12. Does ‘a process perspective’ refer to: a) the input/output & transformations that the applications apply to data, b) the business processes that the applications support or c) the administrative processes underlying the support & operation of the applications?
Dependent upon the application in question it could be all three but in most cases a) and c).
13. An objective of assuring rigorous testing is mentioned, but this is not included in the work summary. Is testing required? If so, what is its scope, eg functional, performance, security?

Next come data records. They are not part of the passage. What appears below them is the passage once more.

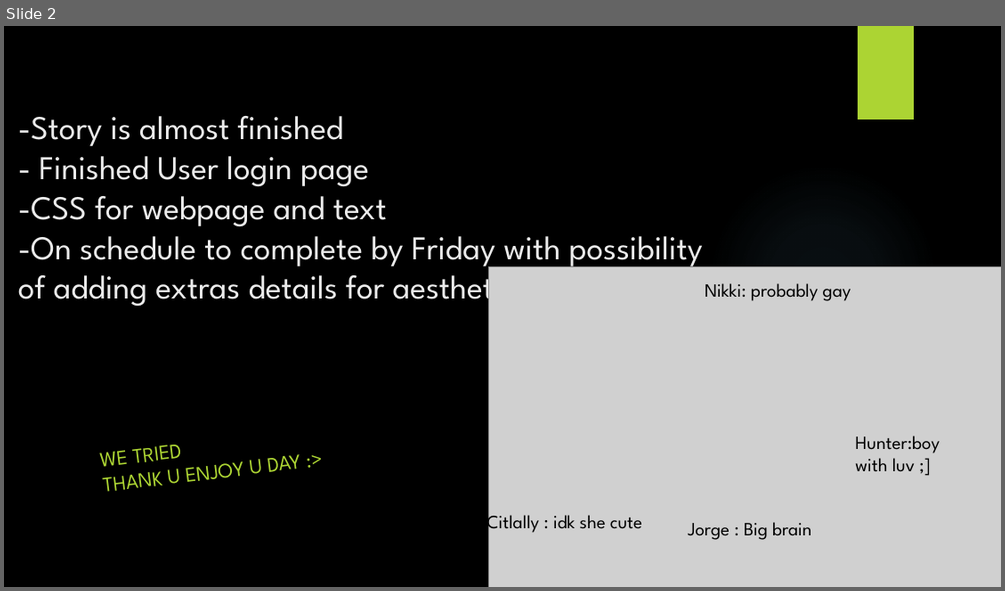
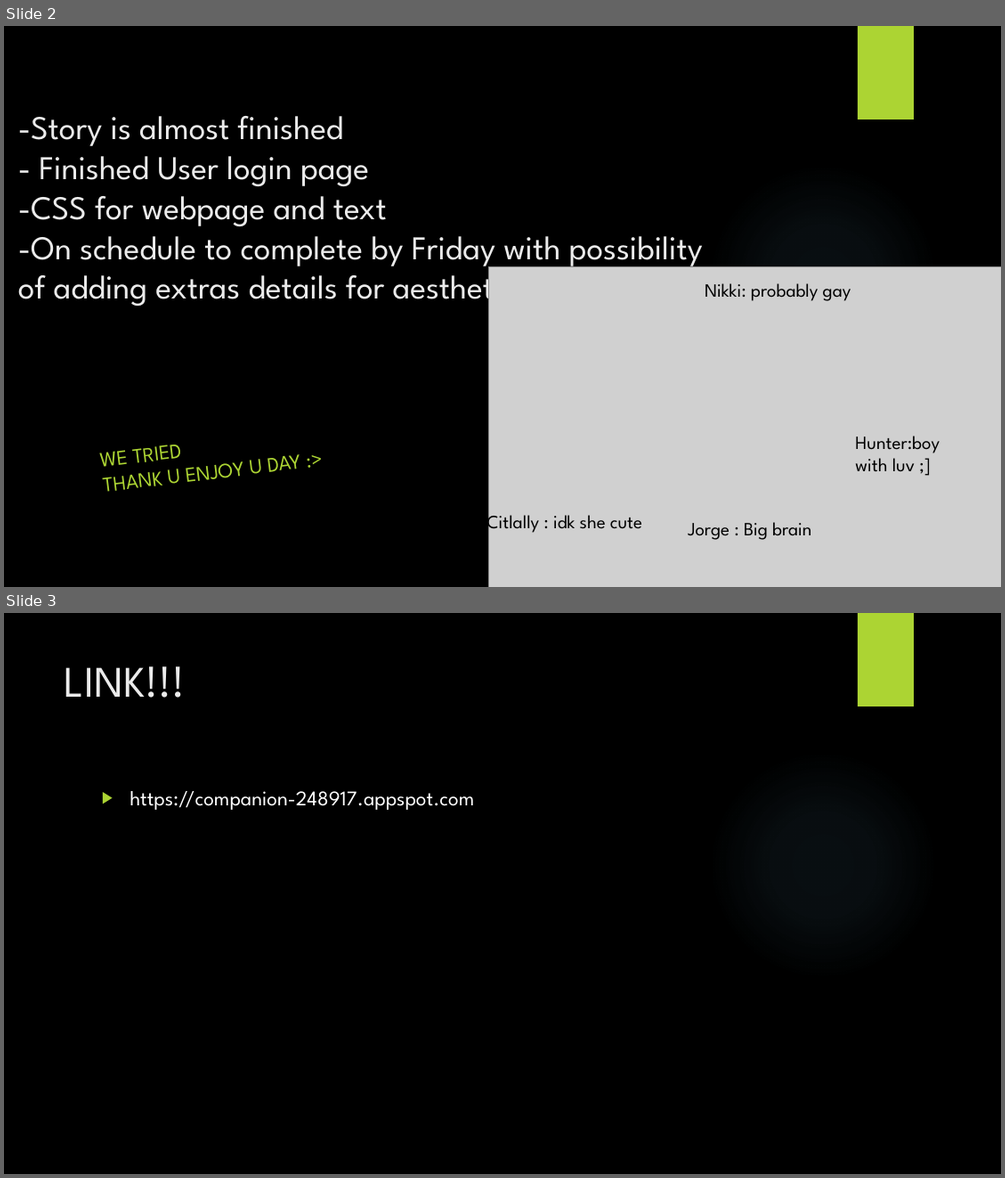
Before and after one commit to jamesbertel/CSSI2019-Team1-ButterflyEffect, a slide deck: Companion_day3.pptx. Shown one above the other, each under a label of ours: slide 2 before the commit, slides 2 and 3 after it. The pictures are 1005x591 and 1005x1178 pixels, drawn with LibreOffice and Linux fonts; fonts in the diff are those of the drawing; grey boxes stand for pictures; background and template pictures are left out. Boxes give left, top, right and bottom in pixels: in the first picture for what was removed or moved away, otherwise in the second. Text is boxed around its words. In the diff, an @@ line names an element or a change of style, - is before the commit and + after.

Commit message:
uwu

```diff
--- a/Companion_day3.pptx
+++ b/Companion_day3.pptx
@@ slide 3 added at <box>4,613,1001,1174</box>, background picture (left out); not listed: 2 template elements that a slide beside it also shows @@
@@ title added at <box>65,666,186,698</box>, 42 pt, text #EBEBEB @@
+LINK!!!
@@ text added at <box>129,791,474,810</box>, 20 pt, text #FFFFFF @@
+▶ https://companion-248917.appspot.com
```

The scope will be concentrated mainly on security in order to give assurance to senior management that our systems are secure.
14. Please could you share the planned timescales for the proposal submission for suppliers successfully shortlisted?
• Applications are open until 28 February
• All questions will be answered by 25 February
• Shortlisting will take place 01 to 03 March
• Evaluation will take place between 07 to 18 March
15. Please could you share the planned timescales for the proposal submission for suppliers successfully shortlisted?
• Applications are open until 28 February
• All questions will be answered by 25 February
• Shortlisting will take place 01 to 03 March
• Evaluation will take place between 07 to 18 March
16. What are the job roles of the evaluation panel please?
• Head of Applications & Projects
• Head of Strategy & Architecture
• Information Systems Manager
• Senior Web Developer
17. Please expand on your procurement process, what will the shortlisted firms need to do in the next phase e.g. evaluation will take place between 07 to 18 March. – What will this evaluation entail exactly?
Buyers will be interviewed via MS Teams (45 mins max) and questioned with regards their submission:
1. A short presentation (10 to 15 mins, PowerPoint (to be shared post presentation) showing their background, previous experiences, approach and methodology. For example,
a. What challenges you faced and way you addressed them?
b. How you defined and measured success?

2. Q&A regarding the presentation
3. General Q&A session
18. When do you expect this work to be completed?
We are currently working on the assumption that it should take no more than 3 months.
19. Please expand on your procurement process, what will the shortlisted firms need to do in the next phase e.g. evaluation will take place between 07 to 18 March. – What will this evaluation entail exactly?
Please note that during the evaluation a reference site's contact details will be requested and this will be followed up after the meeting.